Состояние здоровья Любы не внушало оптимизма. «Моя Люба приехала сюда совершенно расстроенная и разбитая вследствие страшных переживаний, — пишет Димитров Коларову в Москву. — Необходимо основательное и продолжительное
лечение, чтобы её спасти. После того как она почти 20 лет делила со мной все трудности моей жизни, столь беспокойной и полной опасностей, я чувствую себя обязанным сделать всё необходимое для её спасения». Далее Георгий обращается к своему товарищу с просьбой найти для него взаимообразно 200–250 долларов, чтобы купить Любе зимнюю одежду и бельё. Все сбережения были потрачены на её переезд и обустройство на новом месте, взять взаймы не у кого, он даже подумывал продать свою библиотеку («минимум сто тысяч левов»), но кто и когда это сможет устроить? «Из нашего здешнего бюджета аванс взять нет возможности, да и нельзя», — добавляет он, имея в виду бюджет Загранпредставительства{75}. Вероятно, просьба не осталась без внимания товарища.

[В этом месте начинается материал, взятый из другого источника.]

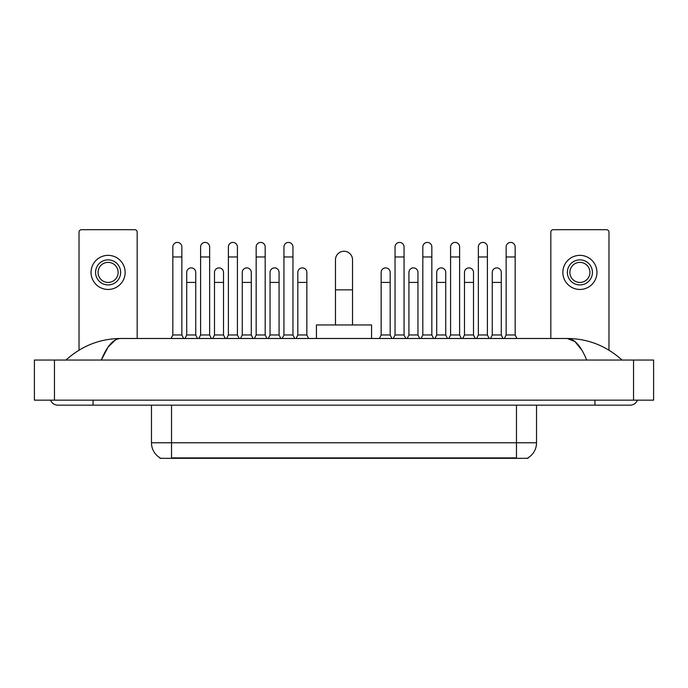 <?xml version="1.0" encoding="UTF-8"?>
<svg xmlns="http://www.w3.org/2000/svg" width="688" height="688" viewBox="0 0 688 688"><rect width="100%" height="100%" fill="white"/><g stroke="black" fill="none" stroke-linecap="round" stroke-linejoin="round"><path stroke-width="1.03" d="M528.006 457.821L528.006 458.311L159.994 458.311L159.994 457.821M160.141 457.907A17.544 17.544 0 0 1 151.472 442.771L171.527 442.771L171.527 457.907L516.473 457.907L516.473 442.771L536.528 442.771L536.528 405.172M151.472 442.771L151.472 405.172M527.859 457.907A17.544 17.544 0 0 0 536.528 442.771M137.179 338.487L137.179 232.191A2.503 2.503 0 0 0 134.676 229.689L81.528 229.689A2.503 2.503 0 0 0 79.025 232.191L79.025 350.166M108.102 259.866A12.53 12.53 0 0 0 95.572 272.405A12.53 12.53 0 0 0 108.102 284.935A12.53 12.53 0 0 0 120.641 272.405A12.53 12.53 0 0 0 108.102 259.866M108.102 262.377A10.028 10.028 0 0 0 98.074 272.405A10.028 10.028 0 0 0 108.102 282.433A10.028 10.028 0 0 0 118.13 272.405A10.028 10.028 0 0 0 108.102 262.377M108.102 289.45A17.045 17.045 0 0 0 125.147 272.405A17.045 17.045 0 0 0 108.102 255.36A17.045 17.045 0 0 0 91.057 272.405A17.045 17.045 0 0 0 108.102 289.45M335.477 324.951L335.477 259.772A8.523 8.523 0 0 1 344 251.249A8.523 8.523 0 0 1 352.523 259.772A8.523 8.523 0 0 0 344 251.249M352.523 324.951L352.523 259.772M371.572 338.487L371.572 324.951L316.428 324.951L316.428 338.487M171.071 338.487L172.834 334.979L181.856 334.979L183.61 338.487M181.856 334.979L181.856 246.932A4.515 4.515 0 0 0 177.341 242.425A4.515 4.515 0 0 1 177.624 242.434M172.834 334.979L172.834 256.959L181.856 256.959M172.834 256.959L172.834 246.932A4.515 4.515 0 0 1 177.341 242.425M198.849 338.487L200.604 334.979L209.634 334.979L211.388 338.487M209.634 334.979L209.634 246.932A4.515 4.515 0 0 0 205.119 242.425A4.515 4.515 0 0 1 205.402 242.434M200.604 334.979L200.604 256.959L209.634 256.959M200.604 256.959L200.604 246.932A4.515 4.515 0 0 1 205.119 242.425M226.627 338.487L228.382 334.979L237.412 334.979L239.166 338.487M237.412 334.979L237.412 246.932A4.515 4.515 0 0 0 232.897 242.425A4.515 4.515 0 0 1 233.18 242.434M228.382 334.979L228.382 256.959L237.412 256.959M228.382 256.959L228.382 246.932A4.515 4.515 0 0 1 232.897 242.425M254.405 338.487L256.16 334.979L265.181 334.979L266.935 338.487M265.181 334.979L265.181 246.932A4.515 4.515 0 0 0 260.675 242.425A4.515 4.515 0 0 1 260.958 242.434M256.16 334.979L256.16 256.959L265.181 256.959M256.16 256.959L256.16 246.932A4.515 4.515 0 0 1 260.675 242.425M282.183 338.487L283.938 334.979L292.959 334.979L294.713 338.487M292.959 334.979L292.959 246.932A4.515 4.515 0 0 0 288.444 242.425A4.515 4.515 0 0 1 288.728 242.434M283.938 334.979L283.938 256.959L292.959 256.959M283.938 256.959L283.938 246.932A4.515 4.515 0 0 1 288.444 242.425M393.287 338.487L395.041 334.979L404.062 334.979L405.817 338.487M404.062 334.979L404.062 246.932A4.515 4.515 0 0 0 399.556 242.425A4.515 4.515 0 0 1 399.84 242.434M395.041 334.979L395.041 256.959L404.062 256.959M395.041 256.959L395.041 246.932A4.515 4.515 0 0 1 399.556 242.425M421.065 338.487L422.819 334.979L431.84 334.979L433.595 338.487M431.84 334.979L431.84 246.932A4.515 4.515 0 0 0 427.325 242.425A4.515 4.515 0 0 1 427.609 242.434M422.819 334.979L422.819 256.959L431.84 256.959M422.819 256.959L422.819 246.932A4.515 4.515 0 0 1 427.325 242.425M448.834 338.487L450.588 334.979L459.618 334.979L461.373 338.487M459.618 334.979L459.618 246.932A4.515 4.515 0 0 0 455.103 242.425A4.515 4.515 0 0 1 455.387 242.434M450.588 334.979L450.588 256.959L459.618 256.959M450.588 256.959L450.588 246.932A4.515 4.515 0 0 1 455.103 242.425M476.612 338.487L478.366 334.979L487.396 334.979L489.151 338.487M487.396 334.979L487.396 246.932A4.515 4.515 0 0 0 482.881 242.425A4.515 4.515 0 0 1 483.165 242.434M478.366 334.979L478.366 256.959L487.396 256.959M478.366 256.959L478.366 246.932A4.515 4.515 0 0 1 482.881 242.425M504.39 338.487L506.144 334.979L515.166 334.979L516.929 338.487M515.166 334.979L515.166 246.932A4.515 4.515 0 0 0 510.659 242.425A4.515 4.515 0 0 1 510.943 242.434M506.144 334.979L506.144 256.959L515.166 256.959M506.144 256.959L506.144 246.932A4.515 4.515 0 0 1 510.659 242.425M184.96 338.487L186.715 334.979L195.745 334.979L197.499 338.487M195.745 334.979L195.745 272.405A4.515 4.515 0 0 0 191.513 267.899A4.515 4.515 0 0 1 195.745 272.405M186.715 334.979L186.715 282.433L195.745 282.433M186.715 282.433L186.715 272.405A4.515 4.515 0 0 1 191.513 267.899M212.738 338.487L214.493 334.979L223.523 334.979L225.277 338.487M223.523 334.979L223.523 272.405A4.515 4.515 0 0 0 219.291 267.899A4.515 4.515 0 0 1 223.523 272.405M214.493 334.979L214.493 282.433L223.523 282.433M214.493 282.433L214.493 272.405A4.515 4.515 0 0 1 219.291 267.899M240.516 338.487L242.271 334.979L251.292 334.979L253.046 338.487M251.292 334.979L251.292 272.405A4.515 4.515 0 0 0 247.069 267.899A4.515 4.515 0 0 1 251.292 272.405M242.271 334.979L242.271 282.433L251.292 282.433M242.271 282.433L242.271 272.405A4.515 4.515 0 0 1 247.069 267.899M268.294 338.487L270.049 334.979L279.07 334.979L280.824 338.487M279.07 334.979L279.07 272.405A4.515 4.515 0 0 0 274.839 267.899A4.515 4.515 0 0 1 279.07 272.405M270.049 334.979L270.049 282.433L279.07 282.433M270.049 282.433L270.049 272.405A4.515 4.515 0 0 1 274.839 267.899M296.072 338.487L297.827 334.979L306.848 334.979L308.602 338.487M306.848 334.979L306.848 272.405A4.515 4.515 0 0 0 302.617 267.899A4.515 4.515 0 0 1 306.848 272.405M297.827 334.979L297.827 282.433L306.848 282.433M297.827 282.433L297.827 272.405A4.515 4.515 0 0 1 302.617 267.899M379.398 338.487L381.152 334.979L390.173 334.979L391.928 338.487M390.173 334.979L390.173 272.405A4.515 4.515 0 0 0 385.951 267.899A4.515 4.515 0 0 1 390.173 272.405M381.152 334.979L381.152 282.433L390.173 282.433M381.152 282.433L381.152 272.405A4.515 4.515 0 0 1 385.951 267.899M407.176 338.487L408.93 334.979L417.951 334.979L419.706 338.487M417.951 334.979L417.951 272.405A4.515 4.515 0 0 0 413.72 267.899A4.515 4.515 0 0 1 417.951 272.405M408.93 334.979L408.93 282.433L417.951 282.433M408.93 282.433L408.93 272.405A4.515 4.515 0 0 1 413.72 267.899M434.954 338.487L436.708 334.979L445.729 334.979L447.484 338.487M445.729 334.979L445.729 272.405A4.515 4.515 0 0 0 441.498 267.899A4.515 4.515 0 0 1 445.729 272.405M436.708 334.979L436.708 282.433L445.729 282.433M436.708 282.433L436.708 272.405A4.515 4.515 0 0 1 441.498 267.899M462.723 338.487L464.477 334.979L473.507 334.979L475.262 338.487M473.507 334.979L473.507 272.405A4.515 4.515 0 0 0 469.276 267.899A4.515 4.515 0 0 1 473.507 272.405M464.477 334.979L464.477 282.433L473.507 282.433M464.477 282.433L464.477 272.405A4.515 4.515 0 0 1 469.276 267.899M490.501 338.487L492.255 334.979L501.285 334.979L503.04 338.487M501.285 334.979L501.285 272.405A4.515 4.515 0 0 0 497.054 267.899A4.515 4.515 0 0 1 501.285 272.405M492.255 334.979L492.255 282.433L501.285 282.433M492.255 282.433L492.255 272.405A4.515 4.515 0 0 1 497.054 267.899M608.975 350.166L608.975 232.191A2.503 2.503 0 0 0 606.472 229.689L553.324 229.689A2.503 2.503 0 0 0 550.821 232.191L550.821 338.487M579.898 259.866A12.53 12.53 0 0 0 567.359 272.405A12.53 12.53 0 0 0 579.898 284.935A12.53 12.53 0 0 0 592.428 272.405A12.53 12.53 0 0 0 579.898 259.866M579.898 262.377A10.028 10.028 0 0 0 569.87 272.405A10.028 10.028 0 0 0 579.898 282.433A10.028 10.028 0 0 0 589.926 272.405A10.028 10.028 0 0 0 579.898 262.377M579.898 289.45A17.045 17.045 0 0 0 596.943 272.405A17.045 17.045 0 0 0 579.898 255.36A17.045 17.045 0 0 0 562.853 272.405A17.045 17.045 0 0 0 579.898 289.45M93.061 400.158L93.061 405.172L630.036 405.172A8.024 8.024 0 0 0 637.475 400.158A8.024 8.024 0 0 1 630.036 405.172A8.024 8.024 0 0 0 637.475 400.158A8.024 8.024 0 0 1 630.036 405.172M50.525 400.158A8.024 8.024 0 0 0 57.964 405.172A8.024 8.024 0 0 1 50.525 400.158A8.024 8.024 0 0 0 57.964 405.172L93.061 405.172M586.675 360.048C580.921 345.883 574.463 338.702 567.29 338.487L120.71 338.487C113.537 338.702 107.079 345.883 101.325 360.048L108.076 347.079L115.498 339.898M54.455 360.048L653.6 360.048L653.6 400.158L34.4 400.158L34.4 360.048L54.455 360.048L54.455 400.158M653.6 360.048L653.6 400.158M620.309 358.5L622.012 360.048C606.231 345.832 587.991 338.642 567.29 338.487L574.927 341.54L582.082 350.467M67.691 358.5L65.988 360.048C81.691 345.866 99.932 338.677 120.71 338.487M514.469 458.311L514.469 457.821M173.531 458.311L173.531 457.821M171.527 405.172L171.527 442.771L516.473 442.771L516.473 405.172M335.477 289.854L352.523 289.854M594.939 400.158L594.939 405.172M633.545 360.048L633.545 400.158"/></g></svg>

В январе 1924 года Димитров приехал в советскую столицу. Обсуждение болгарского вопроса было назначено на 22-е число. Но в тот день ИККИ отменил все заседания и принял воззвание к трудящимся мира в связи с кончиной В. И. Ленина. Для участия в траурной церемонии в Горки отправилась делегация Коминтерна, в её состав включили и Димитрова. Когда обтянутый кумачом гроб вынесли на крыльцо белокаменного дома, Георгий оказался рядом. Кинохроника запечатлела его взгляд, обращённый на лицо Владимира Ильича.